Task brief: Filter the lines below, keeping each one that holds "slide".

Extracted records:
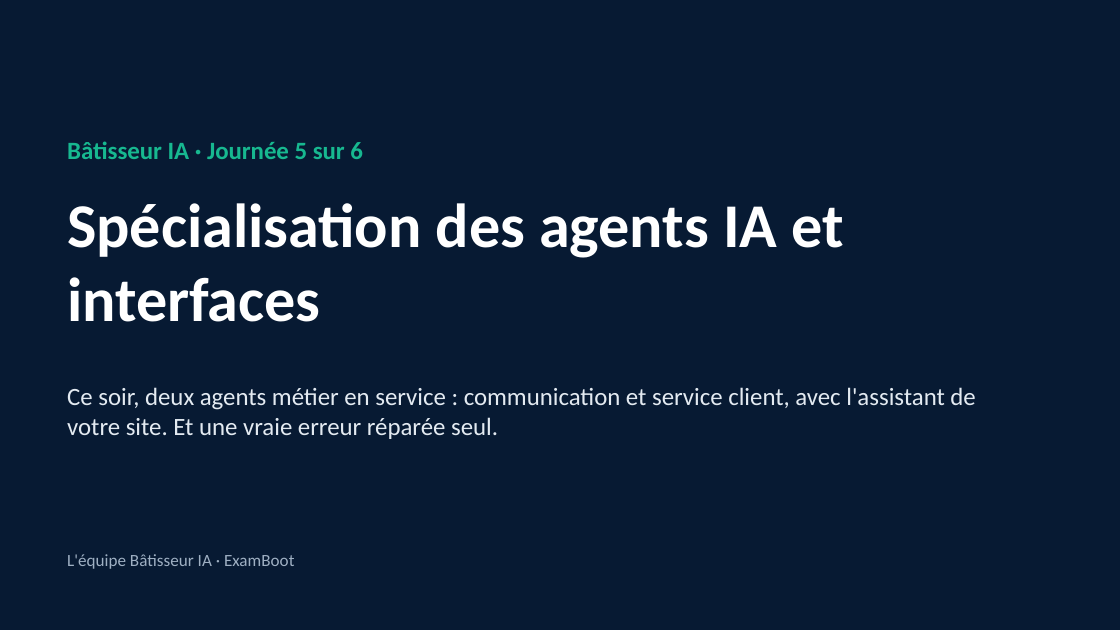
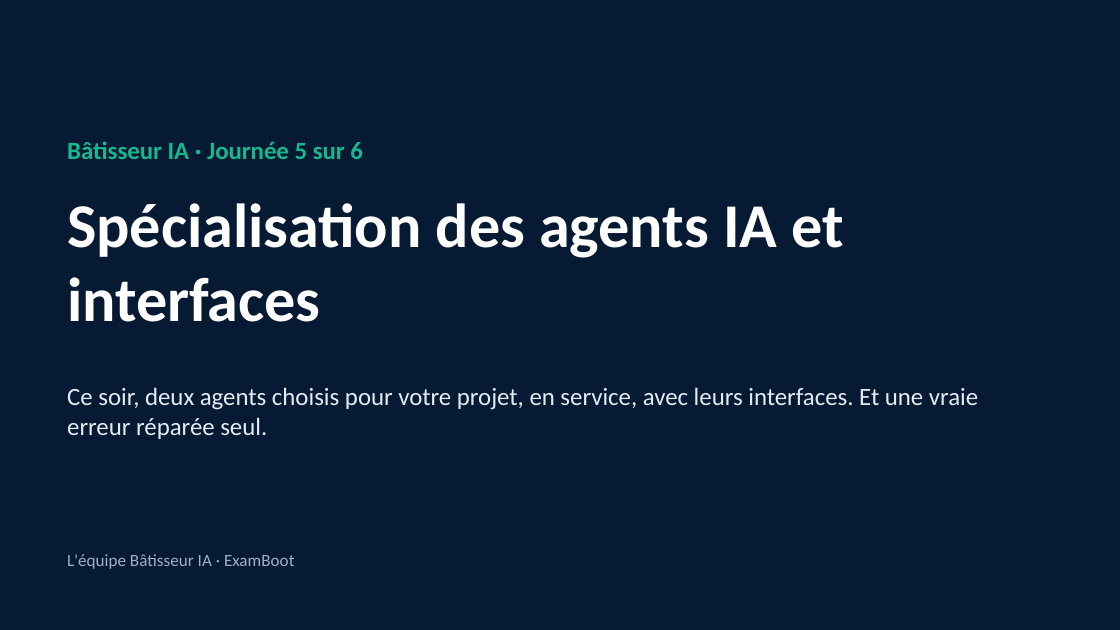
Before and after one commit to benyG/cisspbootcamp, a slide deck: slide 1 of content/library/files/Batisseur-IA-J5.pptx. Drawn at 1120x630 pixels with LibreOffice and Linux fonts; fonts in the diff are those of the drawing. Boxes give left, top, right and bottom in pixels: in the first picture for what was removed or moved away, otherwise in the second. Text is boxed around its words. In the diff, an @@ line names an element or a change of style, - is before the commit and + after.

```diff
--- a/content/library/files/Batisseur-IA-J5.pptx
+++ b/content/library/files/Batisseur-IA-J5.pptx
@@ text at [67, 387, 978, 439]: text changed @@
-Ce soir, deux agents métier en service : communication et service client, avec l'assistant de votre site. Et une vraie erreur réparée seul.
+Ce soir, deux agents choisis pour votre projet, en service, avec leurs interfaces. Et une vraie erreur réparée seul.
```
Also in this commit, not shown: 11 other slides changed, 1 slide added, 6 other files.

Answer below:
Before and after one commit to benyG/cisspbootcamp, a slide deck: slide 1 of content/library/files/Batisseur-IA-J5.pptx. Drawn at 1120x630 pixels with LibreOffice and Linux fonts; fonts in the diff are those of the drawing. Boxes give left, top, right and bottom in pixels: in the first picture for what was removed or moved away, otherwise in the second. Text is boxed around its words. In the diff, an @@ line names an element or a change of style, - is before the commit and + after.
Also in this commit, not shown: 11 other slides changed, 1 slide added, 6 other files.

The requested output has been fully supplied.